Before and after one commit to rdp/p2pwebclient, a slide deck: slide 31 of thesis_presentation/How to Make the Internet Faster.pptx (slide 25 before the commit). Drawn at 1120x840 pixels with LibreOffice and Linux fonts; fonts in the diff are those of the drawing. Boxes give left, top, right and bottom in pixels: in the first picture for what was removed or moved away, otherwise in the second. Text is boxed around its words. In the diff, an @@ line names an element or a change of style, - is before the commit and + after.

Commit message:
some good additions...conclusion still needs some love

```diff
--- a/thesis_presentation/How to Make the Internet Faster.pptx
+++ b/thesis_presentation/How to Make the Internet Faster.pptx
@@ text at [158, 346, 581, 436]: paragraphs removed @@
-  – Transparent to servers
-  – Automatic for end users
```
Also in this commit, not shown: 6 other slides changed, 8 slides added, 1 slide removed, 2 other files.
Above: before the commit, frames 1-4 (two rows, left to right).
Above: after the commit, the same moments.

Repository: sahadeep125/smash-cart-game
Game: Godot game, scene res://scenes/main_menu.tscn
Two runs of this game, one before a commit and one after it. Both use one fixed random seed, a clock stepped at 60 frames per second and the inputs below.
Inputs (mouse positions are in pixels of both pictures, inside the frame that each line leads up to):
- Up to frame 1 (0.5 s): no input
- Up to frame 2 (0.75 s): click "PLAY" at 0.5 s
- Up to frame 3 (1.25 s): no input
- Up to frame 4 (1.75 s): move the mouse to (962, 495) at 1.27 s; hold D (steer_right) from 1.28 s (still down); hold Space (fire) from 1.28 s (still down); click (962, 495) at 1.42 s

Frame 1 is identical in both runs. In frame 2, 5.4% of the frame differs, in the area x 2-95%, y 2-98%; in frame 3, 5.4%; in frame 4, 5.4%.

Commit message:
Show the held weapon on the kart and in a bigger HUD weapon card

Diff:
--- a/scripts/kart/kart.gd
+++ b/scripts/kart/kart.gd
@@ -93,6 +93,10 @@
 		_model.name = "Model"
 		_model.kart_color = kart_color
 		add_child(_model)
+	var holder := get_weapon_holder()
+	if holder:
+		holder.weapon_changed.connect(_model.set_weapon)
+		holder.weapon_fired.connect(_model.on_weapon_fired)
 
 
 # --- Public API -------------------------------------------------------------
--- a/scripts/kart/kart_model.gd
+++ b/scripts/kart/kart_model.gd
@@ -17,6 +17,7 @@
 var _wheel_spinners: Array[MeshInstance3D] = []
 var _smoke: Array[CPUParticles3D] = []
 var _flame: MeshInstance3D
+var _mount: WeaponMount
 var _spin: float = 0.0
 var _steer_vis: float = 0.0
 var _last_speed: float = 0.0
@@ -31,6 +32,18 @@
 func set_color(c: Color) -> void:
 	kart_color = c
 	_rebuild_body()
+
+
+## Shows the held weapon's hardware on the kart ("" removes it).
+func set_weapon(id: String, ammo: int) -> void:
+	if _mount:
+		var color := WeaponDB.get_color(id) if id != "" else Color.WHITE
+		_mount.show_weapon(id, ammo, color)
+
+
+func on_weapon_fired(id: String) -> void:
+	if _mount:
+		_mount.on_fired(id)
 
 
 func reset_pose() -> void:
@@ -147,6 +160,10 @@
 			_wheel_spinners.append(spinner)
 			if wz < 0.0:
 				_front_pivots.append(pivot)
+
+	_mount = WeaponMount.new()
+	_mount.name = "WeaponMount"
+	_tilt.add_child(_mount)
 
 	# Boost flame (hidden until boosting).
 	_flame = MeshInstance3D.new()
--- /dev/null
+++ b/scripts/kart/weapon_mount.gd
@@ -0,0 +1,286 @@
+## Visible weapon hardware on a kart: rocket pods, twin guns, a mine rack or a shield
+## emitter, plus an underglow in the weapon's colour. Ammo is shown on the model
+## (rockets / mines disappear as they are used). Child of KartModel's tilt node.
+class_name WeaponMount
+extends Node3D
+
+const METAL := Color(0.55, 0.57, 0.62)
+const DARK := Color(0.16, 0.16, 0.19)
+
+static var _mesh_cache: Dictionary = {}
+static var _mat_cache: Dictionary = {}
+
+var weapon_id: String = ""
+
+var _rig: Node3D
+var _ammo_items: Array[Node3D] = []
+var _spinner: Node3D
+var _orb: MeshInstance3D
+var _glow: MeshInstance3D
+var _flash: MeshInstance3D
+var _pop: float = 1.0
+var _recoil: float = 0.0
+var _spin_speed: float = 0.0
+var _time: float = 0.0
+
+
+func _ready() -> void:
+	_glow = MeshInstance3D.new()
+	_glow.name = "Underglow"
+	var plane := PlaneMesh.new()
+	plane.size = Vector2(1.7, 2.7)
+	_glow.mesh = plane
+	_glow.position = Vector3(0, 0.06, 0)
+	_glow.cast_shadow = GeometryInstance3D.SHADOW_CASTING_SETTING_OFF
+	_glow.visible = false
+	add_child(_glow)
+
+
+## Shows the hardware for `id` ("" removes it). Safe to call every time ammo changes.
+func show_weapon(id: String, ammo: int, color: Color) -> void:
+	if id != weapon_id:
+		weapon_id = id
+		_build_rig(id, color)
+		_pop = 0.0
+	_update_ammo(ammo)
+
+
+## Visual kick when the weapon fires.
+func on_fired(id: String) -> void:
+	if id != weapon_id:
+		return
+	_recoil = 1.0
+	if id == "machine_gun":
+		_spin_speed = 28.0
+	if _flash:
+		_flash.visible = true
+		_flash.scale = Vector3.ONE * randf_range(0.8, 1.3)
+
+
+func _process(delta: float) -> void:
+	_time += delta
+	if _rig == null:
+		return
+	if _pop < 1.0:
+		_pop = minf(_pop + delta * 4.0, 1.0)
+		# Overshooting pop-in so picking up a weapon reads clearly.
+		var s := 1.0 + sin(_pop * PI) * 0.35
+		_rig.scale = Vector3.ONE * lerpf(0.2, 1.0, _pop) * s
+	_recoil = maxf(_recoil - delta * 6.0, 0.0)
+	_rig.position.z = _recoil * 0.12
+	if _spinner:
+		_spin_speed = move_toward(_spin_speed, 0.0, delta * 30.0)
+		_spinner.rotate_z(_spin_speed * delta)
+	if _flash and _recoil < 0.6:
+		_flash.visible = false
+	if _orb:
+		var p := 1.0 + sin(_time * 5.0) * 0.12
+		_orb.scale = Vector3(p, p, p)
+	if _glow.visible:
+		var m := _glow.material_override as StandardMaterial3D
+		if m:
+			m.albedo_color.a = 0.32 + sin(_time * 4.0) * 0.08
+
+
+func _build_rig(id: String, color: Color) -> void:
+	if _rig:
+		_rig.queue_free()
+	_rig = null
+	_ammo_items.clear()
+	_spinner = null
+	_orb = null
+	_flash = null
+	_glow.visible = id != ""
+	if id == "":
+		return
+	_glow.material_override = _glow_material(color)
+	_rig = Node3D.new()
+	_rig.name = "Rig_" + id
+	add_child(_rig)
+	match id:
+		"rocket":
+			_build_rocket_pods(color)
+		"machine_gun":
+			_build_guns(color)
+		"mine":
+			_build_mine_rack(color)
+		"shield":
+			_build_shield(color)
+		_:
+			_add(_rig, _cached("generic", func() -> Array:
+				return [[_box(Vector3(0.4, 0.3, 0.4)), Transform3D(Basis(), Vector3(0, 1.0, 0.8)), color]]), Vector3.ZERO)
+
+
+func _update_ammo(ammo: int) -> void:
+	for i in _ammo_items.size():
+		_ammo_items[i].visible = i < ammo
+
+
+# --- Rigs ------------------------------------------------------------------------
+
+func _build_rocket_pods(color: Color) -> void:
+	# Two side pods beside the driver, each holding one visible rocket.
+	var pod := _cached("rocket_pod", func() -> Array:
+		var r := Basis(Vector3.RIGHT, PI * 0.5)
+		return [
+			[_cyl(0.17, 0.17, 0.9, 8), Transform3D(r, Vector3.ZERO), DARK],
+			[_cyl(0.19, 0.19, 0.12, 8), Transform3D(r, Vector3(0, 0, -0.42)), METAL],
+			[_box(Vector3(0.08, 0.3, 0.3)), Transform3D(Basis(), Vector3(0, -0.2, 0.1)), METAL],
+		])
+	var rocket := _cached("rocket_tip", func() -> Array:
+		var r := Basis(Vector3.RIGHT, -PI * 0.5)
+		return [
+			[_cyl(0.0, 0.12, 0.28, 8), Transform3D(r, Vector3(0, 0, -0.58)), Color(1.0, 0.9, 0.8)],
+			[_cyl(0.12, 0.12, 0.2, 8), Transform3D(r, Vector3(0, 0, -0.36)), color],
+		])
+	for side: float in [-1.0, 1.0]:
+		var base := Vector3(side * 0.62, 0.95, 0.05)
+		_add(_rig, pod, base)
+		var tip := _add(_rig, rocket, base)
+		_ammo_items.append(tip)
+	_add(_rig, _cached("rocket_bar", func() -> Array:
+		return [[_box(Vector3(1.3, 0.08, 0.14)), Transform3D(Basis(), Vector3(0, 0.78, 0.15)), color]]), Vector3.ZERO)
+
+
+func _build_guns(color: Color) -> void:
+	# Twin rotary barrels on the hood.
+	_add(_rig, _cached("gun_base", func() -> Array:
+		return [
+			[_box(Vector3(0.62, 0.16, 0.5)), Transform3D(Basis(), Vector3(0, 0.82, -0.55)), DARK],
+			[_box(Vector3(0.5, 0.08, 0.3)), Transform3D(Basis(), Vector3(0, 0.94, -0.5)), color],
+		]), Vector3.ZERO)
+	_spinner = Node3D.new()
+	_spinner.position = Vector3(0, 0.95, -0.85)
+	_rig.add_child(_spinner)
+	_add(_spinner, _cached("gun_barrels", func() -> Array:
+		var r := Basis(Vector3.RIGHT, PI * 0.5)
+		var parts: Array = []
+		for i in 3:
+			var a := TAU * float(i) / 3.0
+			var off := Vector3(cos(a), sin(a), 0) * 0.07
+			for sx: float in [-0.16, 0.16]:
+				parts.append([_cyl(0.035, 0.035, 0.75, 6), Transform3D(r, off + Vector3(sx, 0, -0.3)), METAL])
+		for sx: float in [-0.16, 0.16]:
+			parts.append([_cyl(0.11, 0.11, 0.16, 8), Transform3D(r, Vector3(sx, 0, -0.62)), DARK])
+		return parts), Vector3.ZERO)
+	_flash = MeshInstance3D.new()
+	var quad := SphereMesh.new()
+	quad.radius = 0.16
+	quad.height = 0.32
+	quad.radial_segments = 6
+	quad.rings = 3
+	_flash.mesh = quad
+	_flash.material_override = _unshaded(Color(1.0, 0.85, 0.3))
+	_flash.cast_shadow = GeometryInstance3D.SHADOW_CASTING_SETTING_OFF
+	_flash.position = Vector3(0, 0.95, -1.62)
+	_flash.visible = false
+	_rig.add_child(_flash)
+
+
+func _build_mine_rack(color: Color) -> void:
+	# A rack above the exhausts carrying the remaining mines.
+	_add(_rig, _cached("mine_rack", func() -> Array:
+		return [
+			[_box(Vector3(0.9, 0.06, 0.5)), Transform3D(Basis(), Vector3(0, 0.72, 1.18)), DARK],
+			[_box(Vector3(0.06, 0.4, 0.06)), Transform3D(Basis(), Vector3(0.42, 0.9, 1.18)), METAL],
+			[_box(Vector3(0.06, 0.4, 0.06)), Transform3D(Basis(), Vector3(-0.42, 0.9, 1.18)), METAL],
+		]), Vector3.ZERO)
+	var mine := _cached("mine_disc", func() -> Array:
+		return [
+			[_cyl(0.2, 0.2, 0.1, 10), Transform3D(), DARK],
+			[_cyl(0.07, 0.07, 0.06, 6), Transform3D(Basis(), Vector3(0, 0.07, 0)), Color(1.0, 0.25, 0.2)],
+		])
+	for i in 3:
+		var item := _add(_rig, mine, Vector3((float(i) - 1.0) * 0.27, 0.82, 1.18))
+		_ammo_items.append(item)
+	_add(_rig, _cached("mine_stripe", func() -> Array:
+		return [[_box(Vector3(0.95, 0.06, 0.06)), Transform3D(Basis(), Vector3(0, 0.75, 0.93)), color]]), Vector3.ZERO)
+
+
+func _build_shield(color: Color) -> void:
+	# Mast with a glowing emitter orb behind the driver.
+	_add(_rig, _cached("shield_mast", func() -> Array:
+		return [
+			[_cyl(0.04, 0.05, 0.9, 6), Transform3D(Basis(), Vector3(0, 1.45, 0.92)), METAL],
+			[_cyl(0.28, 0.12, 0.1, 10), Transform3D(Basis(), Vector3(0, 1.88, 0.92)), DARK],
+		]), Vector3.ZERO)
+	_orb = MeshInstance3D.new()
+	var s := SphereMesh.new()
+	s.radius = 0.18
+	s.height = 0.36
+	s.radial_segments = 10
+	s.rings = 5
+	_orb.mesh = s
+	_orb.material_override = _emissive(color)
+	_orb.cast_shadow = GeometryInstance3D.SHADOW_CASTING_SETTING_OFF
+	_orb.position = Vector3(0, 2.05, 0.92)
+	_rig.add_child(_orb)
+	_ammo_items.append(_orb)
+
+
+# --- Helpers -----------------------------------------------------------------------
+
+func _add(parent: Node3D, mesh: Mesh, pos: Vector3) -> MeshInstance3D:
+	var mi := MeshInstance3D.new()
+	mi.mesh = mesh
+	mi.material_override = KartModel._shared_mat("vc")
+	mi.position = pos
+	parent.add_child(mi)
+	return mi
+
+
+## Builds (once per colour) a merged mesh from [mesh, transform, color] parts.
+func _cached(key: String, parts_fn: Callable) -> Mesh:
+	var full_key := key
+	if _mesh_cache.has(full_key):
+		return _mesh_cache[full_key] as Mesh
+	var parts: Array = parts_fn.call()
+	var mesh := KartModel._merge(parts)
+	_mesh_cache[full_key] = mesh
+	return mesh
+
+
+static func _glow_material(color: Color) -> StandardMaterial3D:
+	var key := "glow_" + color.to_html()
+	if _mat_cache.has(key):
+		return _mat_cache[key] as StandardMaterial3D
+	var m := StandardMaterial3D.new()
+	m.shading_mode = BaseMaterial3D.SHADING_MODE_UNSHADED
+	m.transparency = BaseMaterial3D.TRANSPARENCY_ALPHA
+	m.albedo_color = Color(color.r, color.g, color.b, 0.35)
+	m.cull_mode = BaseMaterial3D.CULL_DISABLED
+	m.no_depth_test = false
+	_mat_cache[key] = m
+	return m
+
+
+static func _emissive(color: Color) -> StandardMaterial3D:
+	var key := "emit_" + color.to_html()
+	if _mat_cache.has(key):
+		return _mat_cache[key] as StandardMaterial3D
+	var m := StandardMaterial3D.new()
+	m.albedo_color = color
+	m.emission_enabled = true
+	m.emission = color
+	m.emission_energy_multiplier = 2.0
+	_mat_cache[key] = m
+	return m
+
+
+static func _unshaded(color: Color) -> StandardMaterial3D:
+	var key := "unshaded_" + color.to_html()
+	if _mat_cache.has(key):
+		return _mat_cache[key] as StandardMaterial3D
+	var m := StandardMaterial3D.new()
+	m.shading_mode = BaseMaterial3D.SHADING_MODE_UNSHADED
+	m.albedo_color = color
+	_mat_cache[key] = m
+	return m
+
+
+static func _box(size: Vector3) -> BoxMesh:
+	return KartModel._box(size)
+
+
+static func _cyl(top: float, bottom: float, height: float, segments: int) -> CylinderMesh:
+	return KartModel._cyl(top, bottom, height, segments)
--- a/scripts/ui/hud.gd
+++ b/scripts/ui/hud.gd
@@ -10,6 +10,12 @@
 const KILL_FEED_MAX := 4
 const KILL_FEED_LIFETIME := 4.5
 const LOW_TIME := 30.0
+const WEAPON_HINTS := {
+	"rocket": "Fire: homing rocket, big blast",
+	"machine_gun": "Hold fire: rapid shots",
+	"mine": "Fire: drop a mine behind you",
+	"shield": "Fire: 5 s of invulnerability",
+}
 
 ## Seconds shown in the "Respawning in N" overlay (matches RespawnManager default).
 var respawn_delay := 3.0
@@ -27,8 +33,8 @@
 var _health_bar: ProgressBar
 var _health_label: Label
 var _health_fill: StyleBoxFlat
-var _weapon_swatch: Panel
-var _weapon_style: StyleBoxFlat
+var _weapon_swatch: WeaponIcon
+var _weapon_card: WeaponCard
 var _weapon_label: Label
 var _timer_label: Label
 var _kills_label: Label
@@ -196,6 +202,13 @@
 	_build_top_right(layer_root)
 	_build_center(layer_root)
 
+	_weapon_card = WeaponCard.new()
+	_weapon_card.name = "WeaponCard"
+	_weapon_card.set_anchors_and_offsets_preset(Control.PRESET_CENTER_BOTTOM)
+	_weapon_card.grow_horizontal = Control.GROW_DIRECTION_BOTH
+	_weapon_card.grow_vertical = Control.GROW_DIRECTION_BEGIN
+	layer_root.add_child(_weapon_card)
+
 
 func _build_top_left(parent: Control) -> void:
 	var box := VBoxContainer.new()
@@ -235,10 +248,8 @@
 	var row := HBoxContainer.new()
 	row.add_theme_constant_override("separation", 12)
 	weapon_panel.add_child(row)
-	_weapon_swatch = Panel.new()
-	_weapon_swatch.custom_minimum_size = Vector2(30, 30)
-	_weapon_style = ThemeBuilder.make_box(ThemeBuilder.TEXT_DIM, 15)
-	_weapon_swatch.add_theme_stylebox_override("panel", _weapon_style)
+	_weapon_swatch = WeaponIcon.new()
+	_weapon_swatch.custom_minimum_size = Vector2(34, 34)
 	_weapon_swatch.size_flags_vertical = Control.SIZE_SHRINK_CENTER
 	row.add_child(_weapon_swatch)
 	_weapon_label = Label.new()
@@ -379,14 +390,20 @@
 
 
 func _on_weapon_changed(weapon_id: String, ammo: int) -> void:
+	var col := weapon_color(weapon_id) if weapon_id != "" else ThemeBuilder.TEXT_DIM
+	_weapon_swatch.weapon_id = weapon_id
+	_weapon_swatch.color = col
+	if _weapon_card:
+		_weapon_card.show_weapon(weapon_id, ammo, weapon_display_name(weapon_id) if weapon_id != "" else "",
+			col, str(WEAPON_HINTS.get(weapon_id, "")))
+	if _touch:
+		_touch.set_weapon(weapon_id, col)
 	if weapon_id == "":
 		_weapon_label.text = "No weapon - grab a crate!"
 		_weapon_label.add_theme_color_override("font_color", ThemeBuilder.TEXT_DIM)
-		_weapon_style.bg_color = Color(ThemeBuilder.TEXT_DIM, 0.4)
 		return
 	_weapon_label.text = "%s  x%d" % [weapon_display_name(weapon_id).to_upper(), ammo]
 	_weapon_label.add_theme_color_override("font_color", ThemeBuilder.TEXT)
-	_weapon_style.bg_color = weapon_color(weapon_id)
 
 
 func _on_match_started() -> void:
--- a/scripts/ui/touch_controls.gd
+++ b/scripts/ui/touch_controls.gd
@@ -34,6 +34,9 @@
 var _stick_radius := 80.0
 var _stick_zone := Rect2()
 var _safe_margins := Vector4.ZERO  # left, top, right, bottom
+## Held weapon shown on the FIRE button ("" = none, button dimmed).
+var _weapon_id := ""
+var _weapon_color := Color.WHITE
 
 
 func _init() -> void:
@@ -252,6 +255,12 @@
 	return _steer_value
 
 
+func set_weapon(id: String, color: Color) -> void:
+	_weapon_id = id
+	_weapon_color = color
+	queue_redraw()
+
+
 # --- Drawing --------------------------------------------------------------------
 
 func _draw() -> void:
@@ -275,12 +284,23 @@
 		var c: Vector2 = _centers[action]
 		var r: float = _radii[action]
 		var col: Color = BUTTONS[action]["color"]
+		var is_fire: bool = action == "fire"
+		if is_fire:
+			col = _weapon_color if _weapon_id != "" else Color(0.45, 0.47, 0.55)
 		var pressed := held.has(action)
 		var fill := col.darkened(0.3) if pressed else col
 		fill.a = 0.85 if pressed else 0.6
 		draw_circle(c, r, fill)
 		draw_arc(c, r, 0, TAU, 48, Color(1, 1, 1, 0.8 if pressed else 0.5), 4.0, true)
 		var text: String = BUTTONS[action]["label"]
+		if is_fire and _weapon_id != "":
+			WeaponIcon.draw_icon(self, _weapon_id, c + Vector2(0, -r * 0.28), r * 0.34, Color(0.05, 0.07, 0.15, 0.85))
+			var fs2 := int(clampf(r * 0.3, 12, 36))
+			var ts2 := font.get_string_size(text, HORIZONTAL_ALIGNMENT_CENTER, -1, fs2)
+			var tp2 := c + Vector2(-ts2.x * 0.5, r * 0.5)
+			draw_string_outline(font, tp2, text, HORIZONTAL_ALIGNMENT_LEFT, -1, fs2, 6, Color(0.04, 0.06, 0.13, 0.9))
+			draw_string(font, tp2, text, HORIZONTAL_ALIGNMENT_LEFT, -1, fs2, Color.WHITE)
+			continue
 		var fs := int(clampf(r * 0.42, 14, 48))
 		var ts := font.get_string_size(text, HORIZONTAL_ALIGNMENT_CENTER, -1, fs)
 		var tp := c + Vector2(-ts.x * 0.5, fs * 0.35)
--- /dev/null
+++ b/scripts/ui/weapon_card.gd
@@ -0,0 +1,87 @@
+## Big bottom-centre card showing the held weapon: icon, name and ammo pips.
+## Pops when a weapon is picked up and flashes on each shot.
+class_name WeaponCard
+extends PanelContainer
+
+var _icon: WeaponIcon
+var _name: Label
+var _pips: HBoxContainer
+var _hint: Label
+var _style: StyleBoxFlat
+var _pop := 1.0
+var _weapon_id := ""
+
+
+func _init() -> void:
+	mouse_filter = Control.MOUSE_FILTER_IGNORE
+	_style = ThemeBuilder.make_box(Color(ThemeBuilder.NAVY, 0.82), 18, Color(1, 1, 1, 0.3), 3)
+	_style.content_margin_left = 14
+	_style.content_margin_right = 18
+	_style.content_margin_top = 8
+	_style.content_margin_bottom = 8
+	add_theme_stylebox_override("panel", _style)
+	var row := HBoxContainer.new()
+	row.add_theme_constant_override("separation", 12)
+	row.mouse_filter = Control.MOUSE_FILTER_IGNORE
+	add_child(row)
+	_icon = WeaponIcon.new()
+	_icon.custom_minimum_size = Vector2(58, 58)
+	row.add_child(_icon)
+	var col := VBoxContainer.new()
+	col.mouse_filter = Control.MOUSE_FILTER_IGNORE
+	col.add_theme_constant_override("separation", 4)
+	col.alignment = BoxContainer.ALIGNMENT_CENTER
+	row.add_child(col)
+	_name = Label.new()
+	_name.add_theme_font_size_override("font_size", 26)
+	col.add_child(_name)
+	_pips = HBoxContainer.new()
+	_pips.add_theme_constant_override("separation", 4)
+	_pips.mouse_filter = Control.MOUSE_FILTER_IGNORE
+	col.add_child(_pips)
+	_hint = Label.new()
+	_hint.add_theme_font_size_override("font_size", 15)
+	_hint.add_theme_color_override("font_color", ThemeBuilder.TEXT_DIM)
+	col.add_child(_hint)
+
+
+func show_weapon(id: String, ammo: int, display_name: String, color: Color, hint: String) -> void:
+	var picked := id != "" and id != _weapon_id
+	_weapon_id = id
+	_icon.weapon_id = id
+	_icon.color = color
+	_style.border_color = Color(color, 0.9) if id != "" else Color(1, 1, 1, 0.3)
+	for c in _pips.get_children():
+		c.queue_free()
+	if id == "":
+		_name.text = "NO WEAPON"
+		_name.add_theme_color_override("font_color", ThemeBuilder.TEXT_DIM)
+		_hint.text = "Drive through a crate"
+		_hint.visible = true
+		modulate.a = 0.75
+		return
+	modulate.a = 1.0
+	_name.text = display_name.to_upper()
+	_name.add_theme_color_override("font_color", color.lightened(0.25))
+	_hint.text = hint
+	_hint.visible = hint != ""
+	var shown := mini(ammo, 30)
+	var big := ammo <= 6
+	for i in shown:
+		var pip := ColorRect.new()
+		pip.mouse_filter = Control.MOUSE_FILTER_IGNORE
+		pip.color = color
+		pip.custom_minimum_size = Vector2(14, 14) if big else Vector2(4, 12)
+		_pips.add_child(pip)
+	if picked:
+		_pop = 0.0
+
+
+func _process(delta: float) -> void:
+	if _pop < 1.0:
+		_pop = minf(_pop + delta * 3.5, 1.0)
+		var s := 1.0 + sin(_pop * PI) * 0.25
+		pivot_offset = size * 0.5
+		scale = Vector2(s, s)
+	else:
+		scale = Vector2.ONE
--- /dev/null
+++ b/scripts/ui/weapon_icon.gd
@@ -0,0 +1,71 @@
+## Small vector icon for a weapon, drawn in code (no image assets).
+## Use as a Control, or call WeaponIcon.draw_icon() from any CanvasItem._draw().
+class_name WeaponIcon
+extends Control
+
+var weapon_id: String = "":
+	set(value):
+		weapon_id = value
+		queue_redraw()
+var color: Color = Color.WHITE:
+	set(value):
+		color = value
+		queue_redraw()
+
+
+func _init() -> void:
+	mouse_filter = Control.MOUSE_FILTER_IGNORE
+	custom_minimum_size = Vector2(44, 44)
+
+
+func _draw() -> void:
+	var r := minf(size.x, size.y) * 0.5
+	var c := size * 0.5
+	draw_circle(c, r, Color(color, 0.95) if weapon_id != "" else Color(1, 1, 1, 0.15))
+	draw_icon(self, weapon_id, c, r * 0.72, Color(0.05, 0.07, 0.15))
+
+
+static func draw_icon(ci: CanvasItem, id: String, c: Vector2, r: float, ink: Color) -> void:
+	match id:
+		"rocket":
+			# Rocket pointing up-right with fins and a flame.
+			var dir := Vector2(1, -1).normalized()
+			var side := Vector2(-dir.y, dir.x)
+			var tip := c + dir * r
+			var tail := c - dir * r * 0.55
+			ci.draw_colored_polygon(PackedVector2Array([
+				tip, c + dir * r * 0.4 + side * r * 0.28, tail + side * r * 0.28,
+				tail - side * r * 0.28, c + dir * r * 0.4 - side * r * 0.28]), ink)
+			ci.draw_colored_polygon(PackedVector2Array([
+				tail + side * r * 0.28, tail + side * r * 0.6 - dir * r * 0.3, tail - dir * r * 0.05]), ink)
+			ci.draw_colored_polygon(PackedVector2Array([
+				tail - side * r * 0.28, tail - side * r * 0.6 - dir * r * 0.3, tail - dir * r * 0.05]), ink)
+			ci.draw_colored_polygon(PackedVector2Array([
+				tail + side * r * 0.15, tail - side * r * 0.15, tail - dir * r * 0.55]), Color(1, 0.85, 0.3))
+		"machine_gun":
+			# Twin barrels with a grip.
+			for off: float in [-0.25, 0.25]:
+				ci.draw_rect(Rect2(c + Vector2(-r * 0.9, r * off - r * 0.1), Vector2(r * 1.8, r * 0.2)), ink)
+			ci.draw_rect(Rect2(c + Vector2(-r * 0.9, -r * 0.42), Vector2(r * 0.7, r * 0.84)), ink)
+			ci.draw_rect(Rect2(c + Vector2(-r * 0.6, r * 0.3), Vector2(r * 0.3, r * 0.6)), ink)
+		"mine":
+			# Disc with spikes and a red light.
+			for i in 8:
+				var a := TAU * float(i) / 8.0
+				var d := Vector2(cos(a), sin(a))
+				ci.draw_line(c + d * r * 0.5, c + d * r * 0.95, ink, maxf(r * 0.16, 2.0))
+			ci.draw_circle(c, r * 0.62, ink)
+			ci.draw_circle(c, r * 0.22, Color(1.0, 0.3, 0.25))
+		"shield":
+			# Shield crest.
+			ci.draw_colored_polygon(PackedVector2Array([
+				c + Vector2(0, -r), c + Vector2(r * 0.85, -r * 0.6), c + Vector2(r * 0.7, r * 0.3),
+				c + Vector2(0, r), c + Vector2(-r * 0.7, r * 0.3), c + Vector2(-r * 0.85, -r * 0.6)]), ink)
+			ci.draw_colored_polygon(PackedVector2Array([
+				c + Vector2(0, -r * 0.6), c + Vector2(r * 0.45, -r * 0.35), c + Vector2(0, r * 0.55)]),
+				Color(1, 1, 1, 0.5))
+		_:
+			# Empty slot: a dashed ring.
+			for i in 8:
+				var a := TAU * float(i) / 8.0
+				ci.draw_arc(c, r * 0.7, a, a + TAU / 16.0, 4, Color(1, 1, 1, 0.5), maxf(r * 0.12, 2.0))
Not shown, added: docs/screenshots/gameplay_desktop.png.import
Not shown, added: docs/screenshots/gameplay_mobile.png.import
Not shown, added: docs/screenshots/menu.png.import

◆ ◆ ◆ ◆ ◆

| Task prompt |
For the string "self", show each line of the entries above where it occurs.

| Worked solution |
+			WeaponIcon.draw_icon(self, _weapon_id, c + Vector2(0, -r * 0.28), r * 0.34, Color(0.05, 0.07, 0.15, 0.85))
+	draw_icon(self, weapon_id, c, r * 0.72, Color(0.05, 0.07, 0.15))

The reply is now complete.